> _PROBLEM DETAILS_
Exact copy, pictures excluded: please retype every record below.

> _DATA FOR THIS TASK_
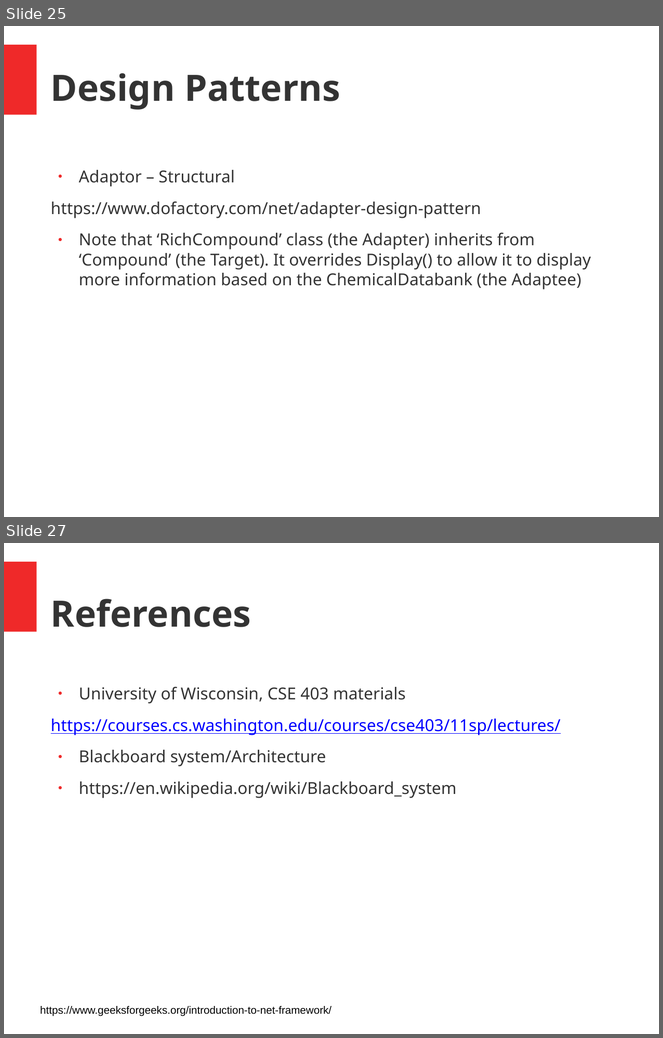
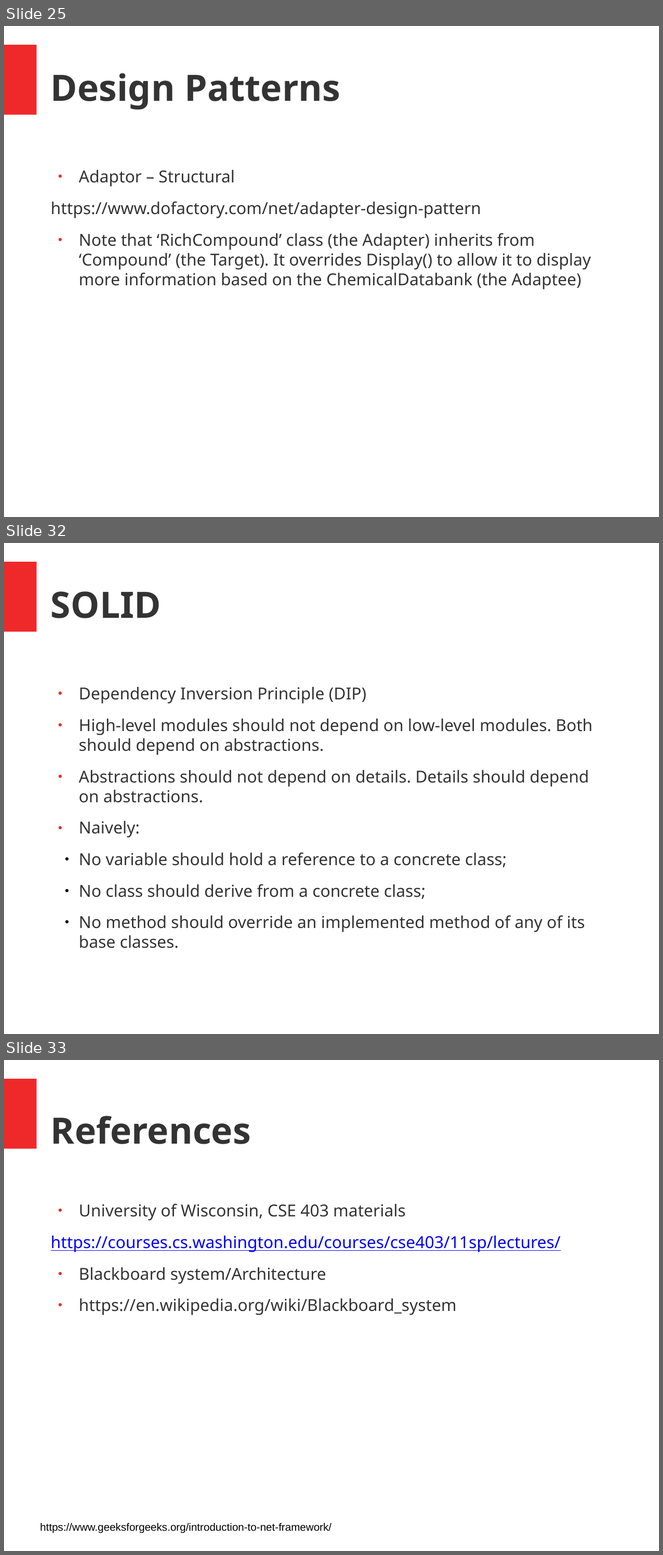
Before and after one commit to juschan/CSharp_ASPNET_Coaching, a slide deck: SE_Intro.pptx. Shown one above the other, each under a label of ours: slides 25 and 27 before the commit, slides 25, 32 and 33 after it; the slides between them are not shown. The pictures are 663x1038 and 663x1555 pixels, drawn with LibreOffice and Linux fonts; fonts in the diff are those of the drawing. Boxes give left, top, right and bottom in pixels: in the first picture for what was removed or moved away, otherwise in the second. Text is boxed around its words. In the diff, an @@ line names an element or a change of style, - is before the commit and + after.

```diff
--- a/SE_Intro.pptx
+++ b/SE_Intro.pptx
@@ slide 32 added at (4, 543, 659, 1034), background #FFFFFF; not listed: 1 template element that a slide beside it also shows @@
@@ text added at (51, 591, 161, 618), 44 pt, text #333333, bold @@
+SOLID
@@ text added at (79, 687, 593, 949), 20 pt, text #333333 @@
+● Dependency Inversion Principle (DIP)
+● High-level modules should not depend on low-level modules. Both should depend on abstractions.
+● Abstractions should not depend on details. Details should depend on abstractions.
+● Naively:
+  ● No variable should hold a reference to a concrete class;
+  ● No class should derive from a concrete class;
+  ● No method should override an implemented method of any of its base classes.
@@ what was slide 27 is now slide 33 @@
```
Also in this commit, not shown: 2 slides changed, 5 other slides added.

> _SOLUTION TO THIS EXERCISE_
Before and after one commit to juschan/CSharp_ASPNET_Coaching, a slide deck: SE_Intro.pptx. Shown one above the other, each under a label of ours: slides 25 and 27 before the commit, slides 25, 32 and 33 after it; the slides between them are not shown. The pictures are 663x1038 and 663x1555 pixels, drawn with LibreOffice and Linux fonts; fonts in the diff are those of the drawing. Boxes give left, top, right and bottom in pixels: in the first picture for what was removed or moved away, otherwise in the second. Text is boxed around its words. In the diff, an @@ line names an element or a change of style, - is before the commit and + after.

```diff
--- a/SE_Intro.pptx
+++ b/SE_Intro.pptx
@@ slide 32 added at (4, 543, 659, 1034), background #FFFFFF; not listed: 1 template element that a slide beside it also shows @@
@@ text added at (51, 591, 161, 618), 44 pt, text #333333, bold @@
+SOLID
@@ text added at (79, 687, 593, 949), 20 pt, text #333333 @@
+● Dependency Inversion Principle (DIP)
+● High-level modules should not depend on low-level modules. Both should depend on abstractions.
+● Abstractions should not depend on details. Details should depend on abstractions.
+● Naively:
+  ● No variable should hold a reference to a concrete class;
+  ● No class should derive from a concrete class;
+  ● No method should override an implemented method of any of its base classes.
@@ what was slide 27 is now slide 33 @@
```
Also in this commit, not shown: 2 slides changed, 5 other slides added.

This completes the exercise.